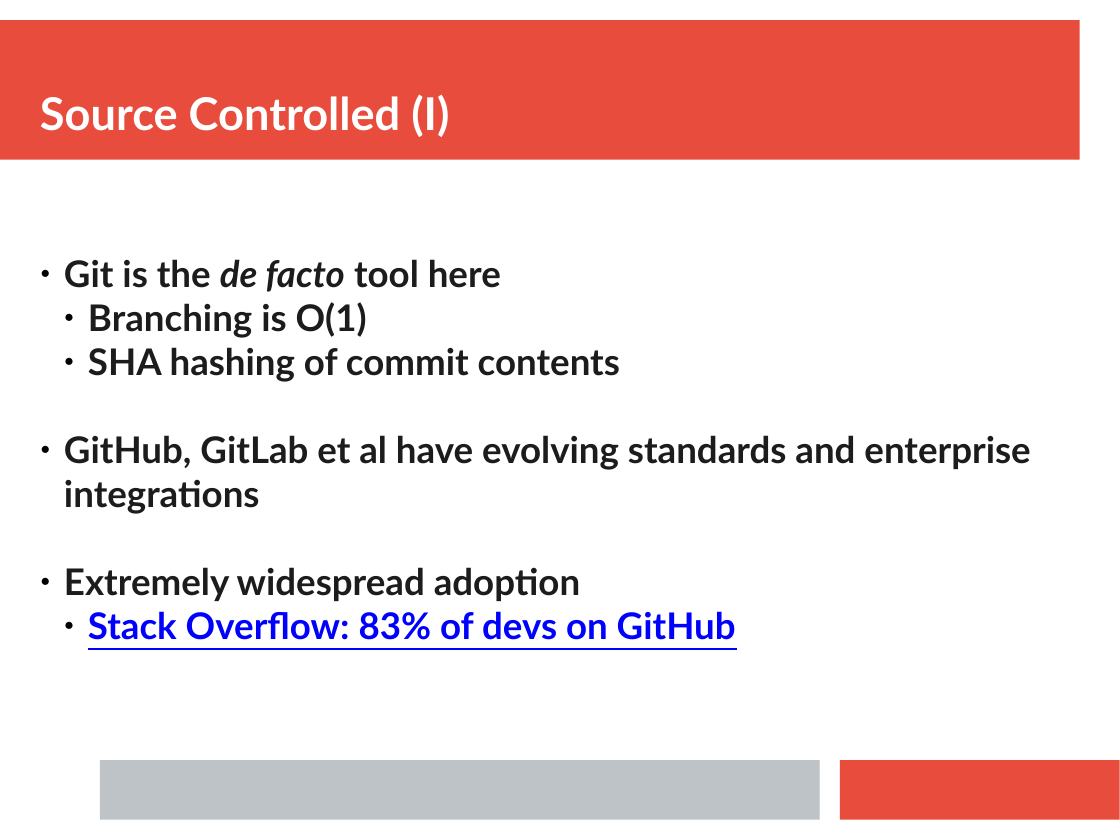
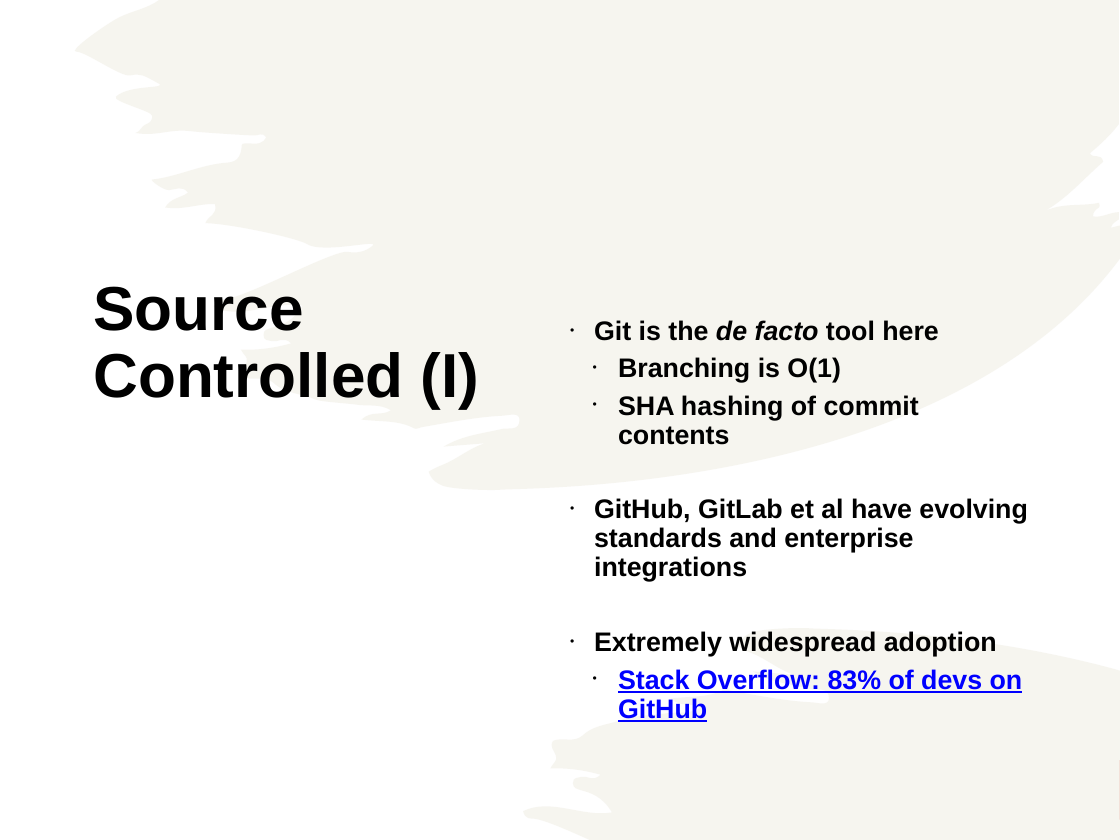
Before and after one commit to ianmiell/gitops-first-steps, a slide deck: slide 18 of slides/gitops_first_steps.pptx. Drawn at 1120x840 pixels with LibreOffice and Linux fonts; fonts in the diff are those of the drawing. Boxes give left, top, right and bottom in pixels: in the first picture for what was removed or moved away, otherwise in the second. Text is boxed around its words. In the diff, an @@ line names an element or a change of style, - is before the commit and + after.

```diff
--- a/slides/gitops_first_steps.pptx
+++ b/slides/gitops_first_steps.pptx
@@ rectangle added at (x1=0, y1=0, x2=1120, y2=840), fill #FFFFFF @@
@@ freeform shape added at (x1=75, y1=0, x2=1120, y2=490), fill #EEECE1 at 50% opacity @@
@@ text "Source Controlled (I)" moved from (x1=40, y1=94, x2=449, y2=137) to (x1=93, y1=286, x2=480, y2=408) @@
@@ text "Source Controlled (I)" at (x1=93, y1=286, x2=480, y2=408): size 32 to 44 pt, font Lato to Arial, text colour #FFFFFF to #000000; line spacing 1 to 0.9; more space between paragraphs; vertical alignment bottom to top @@
@@ text "Git is the de facto ..." moved from (x1=64, y1=259, x2=1030, y2=640) to (x1=594, y1=320, x2=1027, y2=722) @@
@@ text "Git is the de facto ..." at (x1=594, y1=320, x2=1027, y2=722): size 26 to 19 pt, font Lato to Arial; text colour #1C1C1C to #000000 in "Git is the de facto tool here", "Branching is O(1)", "SHA hashing of commit contents", "GitHub, GitLab et al have evolving standards ..." and 1 more places; bullet ● to •; line spacing 1 to 0.9; more space between paragraphs @@
@@ freeform shape added at (x1=523, y1=628, x2=1120, y2=840), fill #EEECE1 at 50% opacity @@
@@ rectangle removed at (x1=100, y1=760, x2=819, y2=820) @@
```
Also in this commit, not shown: 33 other slides changed, 1 other file.
- - - -
Write out every line above exactly as it is, leaving out the pictures.

Before and after one commit to ianmiell/gitops-first-steps, a slide deck: slide 18 of slides/gitops_first_steps.pptx. Drawn at 1120x840 pixels with LibreOffice and Linux fonts; fonts in the diff are those of the drawing. Boxes give left, top, right and bottom in pixels: in the first picture for what was removed or moved away, otherwise in the second. Text is boxed around its words. In the diff, an @@ line names an element or a change of style, - is before the commit and + after.

```diff
--- a/slides/gitops_first_steps.pptx
+++ b/slides/gitops_first_steps.pptx
@@ rectangle added at (x1=0, y1=0, x2=1120, y2=840), fill #FFFFFF @@
@@ freeform shape added at (x1=75, y1=0, x2=1120, y2=490), fill #EEECE1 at 50% opacity @@
@@ text "Source Controlled (I)" moved from (x1=40, y1=94, x2=449, y2=137) to (x1=93, y1=286, x2=480, y2=408) @@
@@ text "Source Controlled (I)" at (x1=93, y1=286, x2=480, y2=408): size 32 to 44 pt, font Lato to Arial, text colour #FFFFFF to #000000; line spacing 1 to 0.9; more space between paragraphs; vertical alignment bottom to top @@
@@ text "Git is the de facto ..." moved from (x1=64, y1=259, x2=1030, y2=640) to (x1=594, y1=320, x2=1027, y2=722) @@
@@ text "Git is the de facto ..." at (x1=594, y1=320, x2=1027, y2=722): size 26 to 19 pt, font Lato to Arial; text colour #1C1C1C to #000000 in "Git is the de facto tool here", "Branching is O(1)", "SHA hashing of commit contents", "GitHub, GitLab et al have evolving standards ..." and 1 more places; bullet ● to •; line spacing 1 to 0.9; more space between paragraphs @@
@@ freeform shape added at (x1=523, y1=628, x2=1120, y2=840), fill #EEECE1 at 50% opacity @@
@@ rectangle removed at (x1=100, y1=760, x2=819, y2=820) @@
```
Also in this commit, not shown: 33 other slides changed, 1 other file.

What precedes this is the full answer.